▶ _Work required_
Transcribe every line of the material below without change, apart from dropping the pictures.

▶ _Available data_
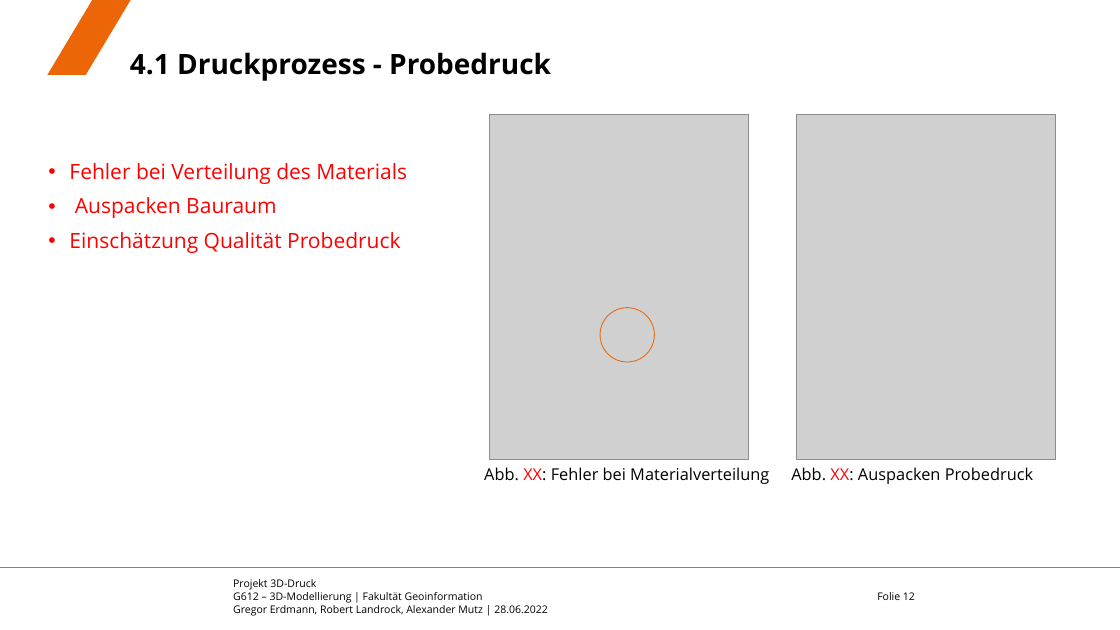
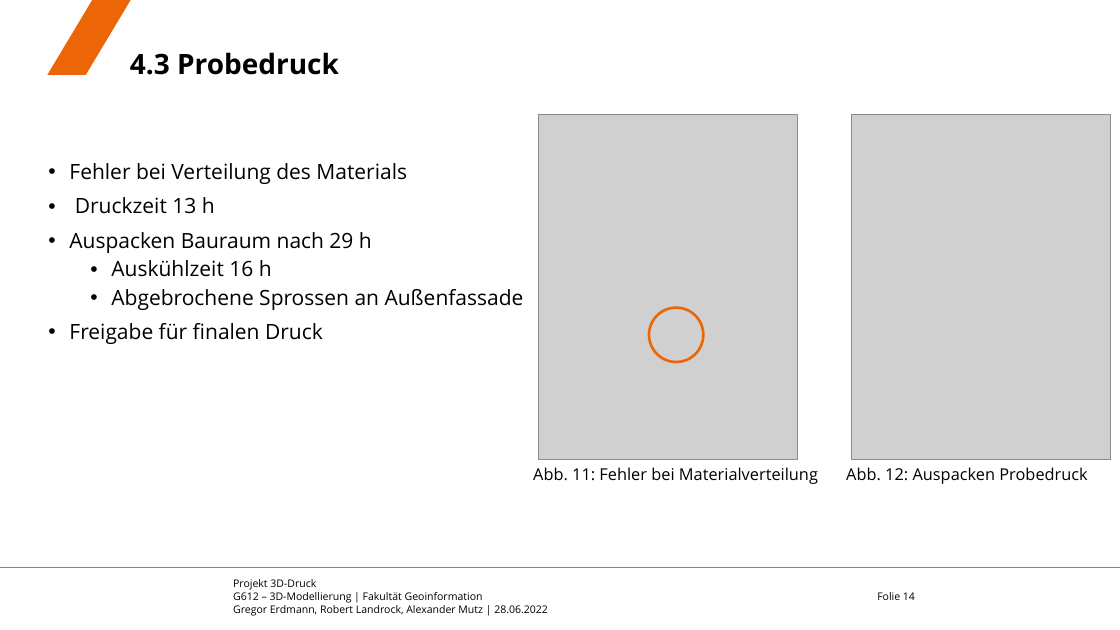
Before and after one commit to eamutz/LGS_print, a slide deck: slide 14 of Endvortrag.pptx (slide 12 before the commit). Drawn at 1120x630 pixels with LibreOffice and Linux fonts; fonts in the diff are those of the drawing; grey boxes stand for pictures; background and template pictures are left out. Boxes give left, top, right and bottom in pixels: in the first picture for what was removed or moved away, otherwise in the second. Text is boxed around its words. In the diff, an @@ line names an element or a change of style, - is before the commit and + after.

```diff
--- a/Endvortrag.pptx
+++ b/Endvortrag.pptx
@@ title at box(130, 52, 339, 75): text changed @@
-4.1 Druckprozess - Probedruck
+4.3 Probedruck
@@ picture: place and size @@
-picture at box(489, 114, 749, 460)
+picture at box(538, 114, 797, 460)
@@ picture: place and size @@
-picture at box(797, 114, 1056, 460)
+picture at box(851, 114, 1111, 460)
@@ text at box(69, 163, 407, 184): text colour #FF0000 to #000000 in "Fehler bei Verteilung des Materials" @@
@@ text at box(69, 197, 524, 344): text changed; text colour #FF0000 to #000000 @@
-• Auspacken Bauraum
-• Einschätzung Qualität Probedruck
+• Druckzeit 13 h
+• Auspacken Bauraum nach 29 h
+  • Auskühlzeit 16 h
+  • Abgebrochene Sprossen an Außenfassade
+• Freigabe für finalen Druck
@@ ellipse: place and size @@
-ellipse at box(600, 308, 655, 362)
+ellipse at box(649, 308, 704, 362)
@@ ellipse at box(649, 308, 704, 362): outline #EC6608 0.75 pt to #EC6608 2.25 pt @@
@@ text at box(533, 467, 818, 484): text changed @@
-Abb. XX: Fehler bei Materialverteilung
+Abb. 11: Fehler bei Materialverteilung
@@ text at box(846, 467, 1087, 484): text changed @@
-Abb. XX: Auspacken Probedruck
+Abb. 12: Auspacken Probedruck
@@ page number at box(877, 592, 915, 600): text changed @@
-Folie 12
+Folie 14
```
Also in this commit, not shown: 7 other slides changed, 9 slides added, 2 slides removed.

▶ _Task solution_
Before and after one commit to eamutz/LGS_print, a slide deck: slide 14 of Endvortrag.pptx (slide 12 before the commit). Drawn at 1120x630 pixels with LibreOffice and Linux fonts; fonts in the diff are those of the drawing; grey boxes stand for pictures; background and template pictures are left out. Boxes give left, top, right and bottom in pixels: in the first picture for what was removed or moved away, otherwise in the second. Text is boxed around its words. In the diff, an @@ line names an element or a change of style, - is before the commit and + after.

```diff
--- a/Endvortrag.pptx
+++ b/Endvortrag.pptx
@@ title at box(130, 52, 339, 75): text changed @@
-4.1 Druckprozess - Probedruck
+4.3 Probedruck
@@ picture: place and size @@
-picture at box(489, 114, 749, 460)
+picture at box(538, 114, 797, 460)
@@ picture: place and size @@
-picture at box(797, 114, 1056, 460)
+picture at box(851, 114, 1111, 460)
@@ text at box(69, 163, 407, 184): text colour #FF0000 to #000000 in "Fehler bei Verteilung des Materials" @@
@@ text at box(69, 197, 524, 344): text changed; text colour #FF0000 to #000000 @@
-• Auspacken Bauraum
-• Einschätzung Qualität Probedruck
+• Druckzeit 13 h
+• Auspacken Bauraum nach 29 h
+  • Auskühlzeit 16 h
+  • Abgebrochene Sprossen an Außenfassade
+• Freigabe für finalen Druck
@@ ellipse: place and size @@
-ellipse at box(600, 308, 655, 362)
+ellipse at box(649, 308, 704, 362)
@@ ellipse at box(649, 308, 704, 362): outline #EC6608 0.75 pt to #EC6608 2.25 pt @@
@@ text at box(533, 467, 818, 484): text changed @@
-Abb. XX: Fehler bei Materialverteilung
+Abb. 11: Fehler bei Materialverteilung
@@ text at box(846, 467, 1087, 484): text changed @@
-Abb. XX: Auspacken Probedruck
+Abb. 12: Auspacken Probedruck
@@ page number at box(877, 592, 915, 600): text changed @@
-Folie 12
+Folie 14
```
Also in this commit, not shown: 7 other slides changed, 9 slides added, 2 slides removed.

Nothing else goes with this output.